Dataset items:
───
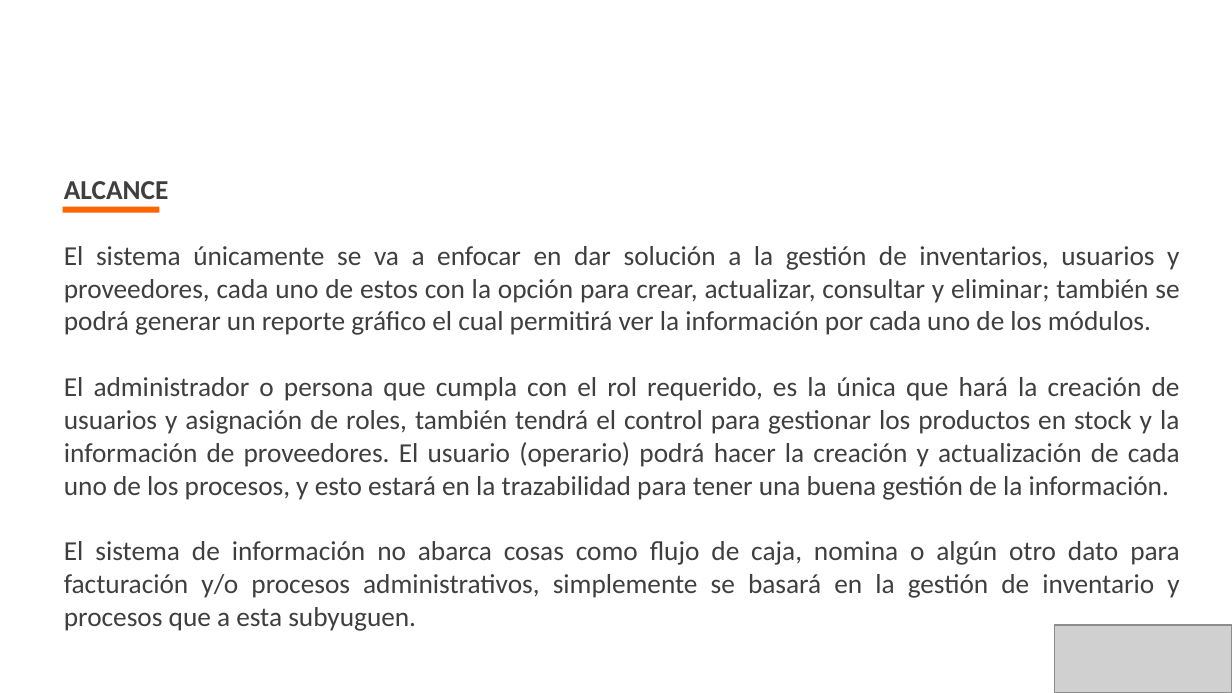
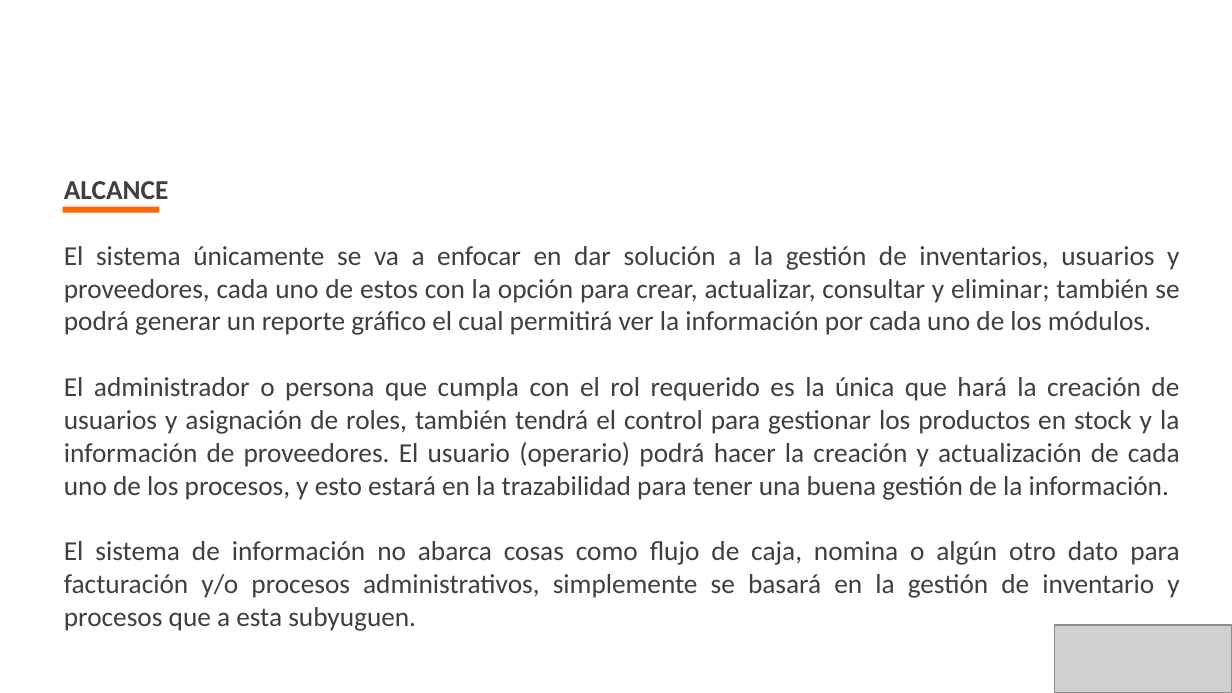
Before and after one commit to NicolasReatiga/Gestor-e, a slide deck: slide 11 of proy_formativo/documentacion/1er_Trim/1 - Plantilla de Presentación de la Sustentacion.pptx. Drawn at 1232x693 pixels with LibreOffice and Linux fonts; fonts in the diff are those of the drawing; grey boxes stand for pictures; background and template pictures are left out. Boxes give left, top, right and bottom in pixels: in the first picture for what was removed or moved away, otherwise in the second. Text is boxed around its words. In the diff, an @@ line names an element or a change of style, - is before the commit and + after.

```diff
--- a/proy_formativo/documentacion/1er_Trim/1 - Plantilla de Presentación de la Sustentacion.pptx
+++ b/proy_formativo/documentacion/1er_Trim/1 - Plantilla de Presentación de la Sustentacion.pptx
@@ text at (64,377,1180,500): text changed @@
-El administrador o persona que cumpla con el rol requerido, es la única que hará la creación de usuarios y asignación de roles, también tendrá el control para gestionar los productos en stock y la información de proveedores. El usuario (operario) podrá hacer la creación y actualización de cada uno de los procesos, y esto estará en la trazabilidad para tener una buena gestión de la información.
+El administrador o persona que cumpla con el rol requerido es la única que hará la creación de usuarios y asignación de roles, también tendrá el control para gestionar los productos en stock y la información de proveedores. El usuario (operario) podrá hacer la creación y actualización de cada uno de los procesos, y esto estará en la trazabilidad para tener una buena gestión de la información.
```
Also in this commit, not shown: 3 other slides changed, 55 other files.
───
## Activity
Using the records above, report each line with the string "changed".

## Reply to the exercise
@@ text at (64,377,1180,500): text changed @@
Also in this commit, not shown: 3 other slides changed, 55 other files.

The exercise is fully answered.